Fuck me sideways. First David Trent, now this dude. I totally don’t need this right now. I’ve never been one to check people out, not even when I was with Anna, and I’m not going to start. I don’t know what that would lead to, what kind of person I could potentially become, so it’s easier to curb it before it starts. I have what I want. I don’t need anything else.

I steal a glance over at the guy. He catches my eye again and grins. He has dimples. Shit. Apparently I like dimples. Abort! Abort!

Wow, from heterosexual male to homosexual whore in four months
, it says.
That’s got to be some kind of land speed record. Give it another three months, and you’ll probably be a butterfly. And you were getting all pissed off at Otter for shaking David’s hand, and here you are blushing like a schoolgirl over dimples. For shame. Could you be any more obvious?

It’s right and I hate it. I know I can be a hypocrite with the best of them, especially given my jealousy over Otter’s parade of exes, which still makes me burn with anger. And it’s not that I focus on it, but Otter’s voice comes back into my head, telling me of
course
people check me out, why haven’t I noticed? I haven’t noticed because I didn’t have time to notice. I didn’t
care
if people noticed. I didn’t
want
to be noticed. I still don’t. I would have no problem passing through life in my little corner of the world, content with what I have. I don’t need anyone to check me out. I have Otter. I only care what he thinks. I don’t care what anyone else thinks of me. I don’t.

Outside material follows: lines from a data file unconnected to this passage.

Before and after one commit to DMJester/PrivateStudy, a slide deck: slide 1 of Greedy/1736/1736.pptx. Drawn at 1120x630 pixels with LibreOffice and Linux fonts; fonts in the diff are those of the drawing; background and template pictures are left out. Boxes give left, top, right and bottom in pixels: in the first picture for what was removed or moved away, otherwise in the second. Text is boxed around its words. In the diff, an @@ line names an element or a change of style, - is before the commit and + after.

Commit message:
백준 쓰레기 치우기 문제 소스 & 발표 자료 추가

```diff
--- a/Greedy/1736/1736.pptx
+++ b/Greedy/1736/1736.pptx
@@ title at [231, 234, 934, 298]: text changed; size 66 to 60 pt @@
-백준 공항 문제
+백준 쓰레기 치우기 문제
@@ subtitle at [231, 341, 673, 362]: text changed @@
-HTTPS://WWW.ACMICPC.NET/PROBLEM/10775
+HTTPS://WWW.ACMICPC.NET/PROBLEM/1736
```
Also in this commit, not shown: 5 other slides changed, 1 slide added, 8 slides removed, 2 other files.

Class is over before I can even register that time has passed. People start shuffling their way out through the door. I shove my books back into my backpack and am about to stand to leave when
he
stands in front of my desk.

“Transformers, huh?” he says, his voice deep. “That’s… different.” “Long story,” I mutter, standing and walking toward the door. He falls in behind me. “So, what is it?”
“What’s what?”

“The story? Anybody that carries that around and says there’s a story can’t just walk away without explaining it first.” He walks quickly around me as I leave the classroom, standing in front of me, forcing me to stop. I almost collide with him, my arms brushing against his. He smells like spicy apples. Cider. Sharp. My eyes collide with his. They’re dark. Almost black. Way too close. I take a step back.

“What’s your name?” he asks.
“Bear,” I say, looking everywhere but at him.
“That’s unusual.”
“Long story.”
“You seem to have a lot of those.” I can hear the smirk in his voice. “I guess.”